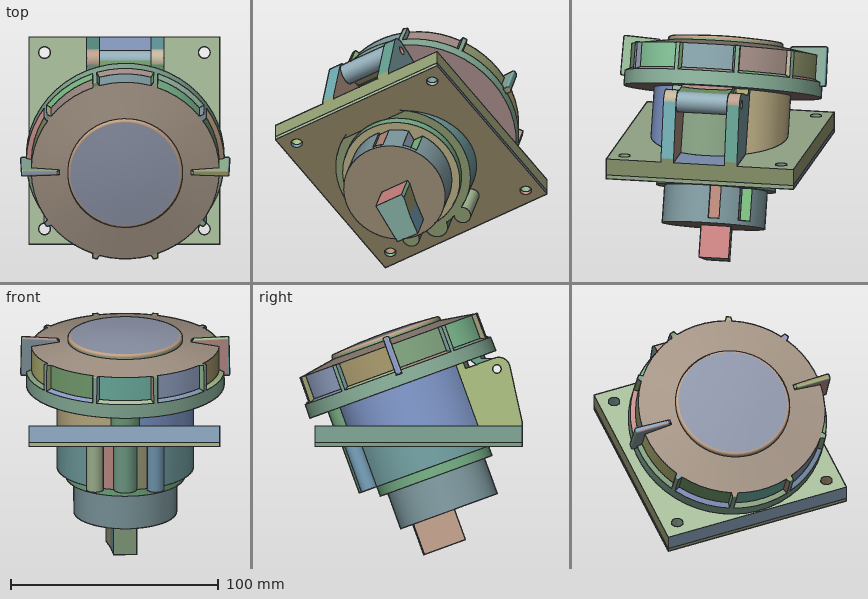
import cadquery as cq
import math

plate_x = 92.0
plate_y = 100.0
plate_offset_x = -0.4
gasket_thickness = 2.0
plate_thickness = 8.0
plate_top = gasket_thickness + plate_thickness
screw_hole_diameter = 5.5
screw_hole_inset = 7.5

tilt = 20.0
seat_y = -7.56
seat_z = 29.94

barrel_radius = 33.0
barrel_depth = 42.0
step_radius = 28.7
step_depth = 46.9
neck_radius = 24.85
neck_depth = 65.0

latch_width = 5.2
latch_depth = 62.6
latch_reach = 10.0
side_latch_floor = 15.6
side_latch_centre = 16.7
back_latch_floor = 23.8
back_latch_centre = -4.5

rib_split_depth = 15.0
upper_key_radius = 6.9
upper_key_centre = 31.5
lower_key_radius = 5.6
lower_key_centre = 32.1
side_rib_radius = 4.1
side_rib_x = 14.6
side_rib_centre = 32.4

tail_depth = 80.6
tail_half_width = 5.6
tail_outline = [
    (tail_half_width, 2.8),
    (-9.0, 2.8),
    (-9.3, 0.9),
    (-7.0, -8.9),
    (-tail_half_width, -18.7),
    (tail_half_width, -18.2),
]

rim_radius = 47.75
rim_height = 6.95
wall_radius = 45.3
ledge_height = 8.15
wall_height = 20.0
disc_radius = 27.7
disc_foot_height = 22.9
disc_side_height = 23.8
disc_edge = 1.3
dome_height = 26.4

grip_count = 10
grip_tip_radius = 47.5
grip_base_width = 3.2
grip_tip_width = 2.1
grip_top = 20.1
grip_edge = 0.4
wing_angles = (0, 180)
wing_reach = 50.42
wing_bottom = 5.2
wing_top = 24.4
wing_lean = 0.4
wing_outer_width = 3.1
wing_inner_width = 2.4
wing_inner_x = 31.8
wing_inner_top = 23.5
wing_end_slope = 1.0
wing_end_height = 22.4
wing_edge_fillet = 0.8

hinge_y = 38.6
hinge_z = 37.5
cheek_inner_x = 12.5
cheek_outer_x = 18.65
cheek_radius = 5.6
cheek_crest_angle = 67.0
cheek_foot_z = 11.8
cheek_gap = 3.1
cheek_gap_end = 31.0
knuckle_radius = 5.0
pin_hole_diameter = 4.0
pin_hole_y = 37.75
pin_hole_z = 37.4
arm_lug_radius = 41.7
arm_depth = 3.1
arm_elbow = 36.4
arm_tip = 34.6

overlap = 1.0

sin_tilt = math.sin(math.radians(tilt))
cos_tilt = math.cos(math.radians(tilt))
origin = (0, seat_y, seat_z)
axis = (0, -sin_tilt, cos_tilt)
profile_plane = cq.Plane(origin=origin, xDir=(1, 0, 0), normal=(0, -cos_tilt, -sin_tilt))
socket_plane = cq.Plane(origin=origin, xDir=(1, 0, 0), normal=axis)


def socket(height=0.0):
    """Workplane square to the socket axis, at a height above the cover's underside."""
    return cq.Workplane(socket_plane).workplane(offset=height)


def socket_yz(across, height):
    """World (y, z) of a point in the plane x = 0, given in socket coordinates."""
    y = seat_y + across * cos_tilt - height * sin_tilt
    z = seat_z + across * sin_tilt + height * cos_tilt
    return y, z


def cover_radius(height):
    """Outside radius of the cover, tapering evenly from its rim to the tips of the grip ribs."""
    return rim_radius - (rim_radius - grip_tip_radius) * height / (grip_top - grip_edge)


def mounting_plate(bottom, thickness):
    plate = cq.Workplane("XY", origin=(plate_offset_x, 0, bottom)).rect(plate_x, plate_y).extrude(thickness)
    hole_x = plate_x - 2 * screw_hole_inset
    hole_y = plate_y - 2 * screw_hole_inset
    return plate.faces(">Z").workplane(origin=(plate_offset_x, 0, 0)).rect(
        hole_x, hole_y, forConstruction=True).vertices().hole(screw_hole_diameter)


def latch_recess(x, y, size_x, size_y):
    return socket(-step_depth).center(x, y).rect(size_x, size_y).extrude(step_depth - latch_depth)


def socket_barrel():
    barrel = socket().circle(barrel_radius).extrude(-barrel_depth)
    barrel = barrel.union(socket(-barrel_depth).circle(step_radius).extrude(barrel_depth - step_depth))
    neck = socket(-step_depth).circle(neck_radius).extrude(step_depth - neck_depth)
    side_latch = latch_recess(-side_latch_floor - latch_reach / 2, side_latch_centre, latch_reach, latch_width)
    back_latch = latch_recess(back_latch_centre, back_latch_floor + latch_reach / 2, latch_width, latch_reach)
    neck = neck.cut(side_latch).cut(back_latch)
    return barrel.union(neck)


def round_rib(x, centre, radius, top_depth, bottom_depth):
    return socket(-bottom_depth).center(x, -centre).circle(radius).extrude(bottom_depth - top_depth)


def barrel_ribs():
    ribs = round_rib(0, upper_key_centre, upper_key_radius, 0, rib_split_depth)
    ribs = ribs.union(round_rib(0, lower_key_centre, lower_key_radius, rib_split_depth, barrel_depth))
    for side in (-1, 1):
        x = side * side_rib_x
        ribs = ribs.union(round_rib(x, side_rib_centre, side_rib_radius, rib_split_depth, barrel_depth))
    return ribs


def cable_tail():
    return socket(-neck_depth).polyline(tail_outline).close().extrude(neck_depth - tail_depth)


def cover_blank():
    """Turned cover, as tall at its edge as the tips of the grip ribs."""
    face_radius = disc_radius - disc_edge
    face_height = disc_side_height + disc_edge
    edge_slant = disc_edge * math.sqrt(0.5)
    edge_middle = (face_radius + edge_slant, disc_side_height + edge_slant)
    dome_rise = dome_height - face_height
    dome_sphere = (face_radius ** 2 + dome_rise ** 2) / (2 * dome_rise)
    tip_slant = grip_edge * math.sqrt(0.5)
    tip_middle = (grip_tip_radius - grip_edge + tip_slant, grip_top - grip_edge + tip_slant)
    half = face_radius / 2
    dome_middle = (half, dome_height - dome_sphere + math.sqrt(dome_sphere ** 2 - half ** 2))
    return (
        cq.Workplane(profile_plane)
        .moveTo(0, 0)
        .lineTo(rim_radius, 0)
        .lineTo(grip_tip_radius, grip_top - grip_edge)
        .threePointArc(tip_middle, (grip_tip_radius - grip_edge, grip_top))
        .lineTo(wall_radius, wall_height)
        .lineTo(disc_radius, disc_foot_height)
        .lineTo(disc_radius, disc_side_height)
        .threePointArc(edge_middle, (face_radius, face_height))
        .threePointArc(dome_middle, (0, dome_height))
        .close()
        .revolve(360, (0, 0, 0), (0, 1, 0))
    )


def wall_recess():
    """Ring cleared round the wall of the cover, down to the sloping ledge above the rim."""
    clear_radius = rim_radius + overlap
    ledge_slope = (ledge_height - rim_height) / (wall_radius - cover_radius(rim_height))
    return (
        cq.Workplane(profile_plane)
        .moveTo(wall_radius, ledge_height)
        .lineTo(clear_radius, ledge_height + ledge_slope * (clear_radius - wall_radius))
        .lineTo(clear_radius, grip_top + overlap)
        .lineTo(wall_radius, grip_top + overlap)
        .close()
        .revolve(360, (0, 0, 0), (0, 1, 0))
    )


def grip_slab(angle):
    """Tall wedge, narrowing outward, that bounds one grip rib."""
    flare = (grip_base_width - grip_tip_width) / 2 / (grip_tip_radius - wall_radius)
    inner_radius = wall_radius - 2 * overlap
    outer_radius = grip_tip_radius + 2 * overlap
    inner_half = grip_base_width / 2 + 2 * overlap * flare
    outer_half = grip_tip_width / 2 - 2 * overlap * flare
    return (
        socket()
        .transformed(rotate=(0, 0, angle))
        .polyline([
            (inner_radius, -inner_half),
            (outer_radius, -outer_half),
            (outer_radius, outer_half),
            (inner_radius, inner_half),
        ])
        .close()
        .extrude(grip_top + 2 * overlap)
    )


def wing_lug(angle):
    outline = (
        cq.Workplane(socket_plane)
        .transformed(rotate=(0, 0, angle))
        .transformed(rotate=(90, 0, 0))
        .polyline([
            (wall_radius - overlap, wing_bottom),
            (wing_reach, wing_bottom),
            (wing_reach - wing_lean, wing_top),
            (wing_inner_x + wing_end_slope, wing_inner_top),
            (wing_inner_x, wing_end_height),
            (wing_inner_x, wall_height),
            (wall_radius - overlap, wall_height - overlap),
        ])
        .close()
        .extrude(wing_outer_width, both=True)
    )
    plan = (
        socket()
        .transformed(rotate=(0, 0, angle))
        .polyline([
            (wing_inner_x - overlap, -wing_inner_width / 2),
            (wing_reach + overlap, -wing_outer_width / 2),
            (wing_reach + overlap, wing_outer_width / 2),
            (wing_inner_x - overlap, wing_inner_width / 2),
        ])
        .close()
        .extrude(wing_top + overlap)
    )
    lug = outline.intersect(plan)
    outward = cq.Vector(1, 0, 0) if angle == 0 else cq.Vector(-1, 0, 0)
    top_face = lug.faces(cq.selectors.DirectionMinMaxSelector(cq.Vector(*axis)))
    outer_face = lug.faces(cq.selectors.DirectionMinMaxSelector(outward))
    rounded_edges = top_face.edges().vals() + outer_face.edges().vals()
    return lug.newObject(rounded_edges).fillet(wing_edge_fillet)


def cover():
    recess = wall_recess()
    for index in range(grip_count):
        angle = index * 360 / grip_count
        if angle not in wing_angles:
            recess = recess.cut(grip_slab(angle))
    lid = cover_blank().cut(recess)
    for angle in wing_angles:
        lid = lid.union(wing_lug(angle))
    return lid


def hinge_cheeks():
    back = plate_y / 2
    run = hinge_y - back
    rise = hinge_z - cheek_foot_z
    reach = math.hypot(run, rise)
    tangent_angle = math.atan2(-rise, -run) + math.acos(cheek_radius / reach)
    back_tangent = (
        hinge_y + cheek_radius * math.cos(tangent_angle),
        hinge_z + cheek_radius * math.sin(tangent_angle),
    )
    crest_angle = math.radians(cheek_crest_angle)
    crest = (hinge_y + cheek_radius * math.cos(crest_angle), hinge_z + cheek_radius * math.sin(crest_angle))
    front_tangent = (hinge_y - cheek_radius * sin_tilt, hinge_z + cheek_radius * cos_tilt)
    outline = (
        cq.Workplane("YZ", origin=(-cheek_outer_x, 0, 0))
        .moveTo(back, plate_top - overlap)
        .lineTo(back, cheek_foot_z)
        .lineTo(*back_tangent)
        .threePointArc(crest, front_tangent)
        .lineTo(*socket_yz(cheek_gap_end, -cheek_gap))
        .lineTo(*socket_yz(cheek_gap_end, 0))
        .lineTo(*socket_yz(0, 0))
        .lineTo(seat_y, plate_top - overlap)
        .close()
        .extrude(2 * cheek_outer_x)
    )
    slot = cq.Workplane("XY").box(2 * cheek_inner_x, 2 * plate_y, 4 * hinge_z)
    return outline.cut(slot)


def hinge_arm():
    knuckle = (
        cq.Workplane("YZ", origin=(-cheek_inner_x, 0, 0))
        .center(hinge_y, hinge_z)
        .circle(knuckle_radius)
        .extrude(2 * cheek_inner_x)
    )
    knuckle_top = hinge_z + knuckle_radius
    arm = (
        cq.Workplane("YZ", origin=(-cheek_inner_x, 0, 0))
        .moveTo(hinge_y, knuckle_top)
        .lineTo(hinge_y, hinge_z)
        .lineTo(*socket_yz(arm_elbow, -arm_depth))
        .lineTo(*socket_yz(arm_tip, 0))
        .lineTo(*socket_yz((knuckle_top - seat_z) / sin_tilt, 0))
        .close()
        .extrude(2 * cheek_inner_x)
    )
    lug_bounds = (
        socket()
        .center(0, (arm_elbow + arm_lug_radius + overlap) / 2)
        .rect(2 * cheek_inner_x, arm_lug_radius + overlap - arm_elbow)
        .extrude(-arm_depth)
    )
    lug = socket().circle(arm_lug_radius).extrude(-arm_depth).intersect(lug_bounds)
    return knuckle.union(arm).union(lug)


def pin_hole():
    return (
        cq.Workplane("YZ", origin=(-cheek_outer_x, 0, 0))
        .center(pin_hole_y, pin_hole_z)
        .circle(pin_hole_diameter / 2)
        .extrude(2 * cheek_outer_x)
    )


flange = mounting_plate(gasket_thickness, plate_thickness)
housing = flange.union(socket_barrel()).union(barrel_ribs()).union(cable_tail())
housing = housing.union(hinge_cheeks()).union(hinge_arm()).cut(pin_hole()).union(cover())
gasket = mounting_plate(0, gasket_thickness).cut(housing)
result = cq.Compound.makeCompound([housing.val(), gasket.val()])

────────────────────────────────────────

» **WHAT TO PRODUCE**:
Number of lines above containing "True": give it, with no other text.

» **EXERCISE ANSWER**:
2